When a person meditates, their breath and heart rates slow, blood pressure decreases, and the stresses of the day get set aside. Meditation can promote better focus, increased calm, and improved sleep. In seniors experiencing early dementia, mindful meditation can help stimulate memories – both long and short term. Research has shown that mindful meditation can reduce pain and potentially slow the progression of Alzheimer’s.
As you start to research which meditation style will work for your loved one, there are several to look at:
Mindfulness is the practice of just being in the moment without judgment of what that moment holds.
Guided Imagery focuses on calming mental images such as a beach, a favorite place, or person.
A Body Scan can be a useful tool to help our loved ones take account of where they are experiencing pain or discomfort on any given day. It is a practice where the meditator focuses on one body part at a time and notes how that body part is feeling in that moment. Your loved one may note such things as whether their foot, hand, arm, neck are hot or cold, tingling or calm, tense or loose.
Transcendental Meditation is the practice of focusing on a single word or sound that is repeated over and over to create a chant or mantra.
Metta is the loving-kindness meditation. It begins with developing kind thoughts and loving feelings inward. There are so many reasons for our loved ones to be disappointed with their failing health, mind, and bodies. This meditation restores for them a feeling of self-love. Once this has been mastered, it expands to encompass friends, family, acquaintances and, ultimately, people from whom they’ve become estranged.
If your senior is more mobile, there are meditation practices, such as tai chi, qigong or yoga, that combine the body and movement with breath and the silence of the mind. The slow and repetitive movements provide a similar mindfulness to the chants of Transcendental Meditation.
How to Start
Meditation is easy to start and forgiving in the process. It doesn’t seek perfection, only that the person practicing it keeps an open heart.
- Start with creating a regular time for the practice. Morning or midday are good times that allow the benefits to be felt through the rest of the day.

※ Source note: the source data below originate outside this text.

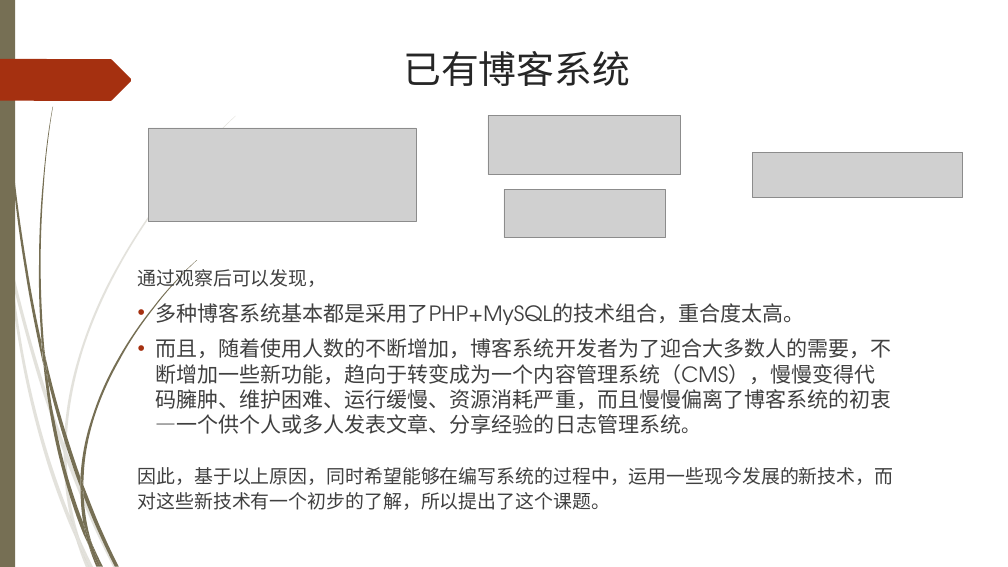
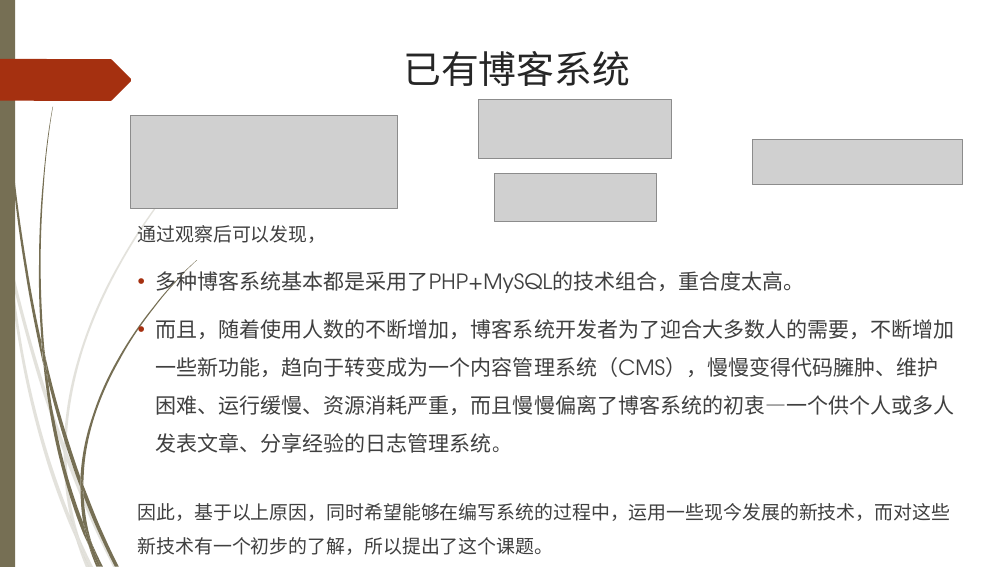
Before and after one commit to wyntau/meblog, a slide deck: slide 3 of doc/博客系统.ppt. Drawn at 1008x567 pixels with LibreOffice and Linux fonts; fonts in the diff are those of the drawing; grey boxes stand for pictures; background and template pictures are left out. Boxes give left, top, right and bottom in pixels: in the first picture for what was removed or moved away, otherwise in the second. Text is boxed around its words. In the diff, an @@ line names an element or a change of style, - is before the commit and + after.

```diff
--- a/doc/博客系统.ppt
+++ b/doc/博客系统.ppt
@@ picture: place and size @@
-picture at (148,128,416,221)
+picture at (130,115,397,209)
@@ picture: place and size @@
-picture at (487,116,680,175)
+picture at (478,100,671,159)
@@ picture: place and size @@
-picture at (753,152,963,197)
+picture at (753,139,963,184)
@@ picture: place and size @@
-picture at (504,189,666,237)
+picture at (495,173,657,221)
@@ text "通过观察后可以发现，": place and size @@
-text "通过观察后可以发现，" at (138,266,894,510)
+text "通过观察后可以发现，" at (138,225,954,555)
@@ text "通过观察后可以发现，" at (138,225,954,555): line spacing 24pt to 1.5 @@
```
Also in this commit, not shown: 1 other slide changed, 8 slides added.

- Start with as few as 5 minutes and work towards a goal of 20 minutes a day. It doesn’t need to be the same amount of time each day.
- Meditation can be done sitting or lying down.
- Coach your loved one to take deep breaths from their diaphragm. The benefits of deep breathing include increased oxygen for their brain and blood.
- Focus on inhaling and exhaling as separate movements.
- Have your senior pay attention to any other physical sensations during the practice.
- While the focus should be on being in the moment, other thoughts that pop into their minds should be welcomed, acknowledged, and then allowed to move on without judgment.
- Some people are aided by using quiet music or nature sounds. Others prefer quiet. Some welcome a guided meditation where you (or a podcast, YouTube channel, or purchased meditation) quietly guide them through the above. Others prefer to sit and guide their thoughts on their own. There is no right or wrong.
- If you are choosing to guide your loved one through this process, remember to offer yourself the same acceptance and mindfulness that you are asking them to have. Take it slowly and don’t judge if it isn’t done perfectly.
Caregivers benefit too
As a caregiver for your loved one, you can also benefit from the calm, acceptance, and lowered stress of meditation. Consider setting aside a moment each day to either meditate while your loved one naps, or as a shared exercise with them. Studies have shown that only 8 weeks of regular practice create improvements in mental focus and decreased anxiety.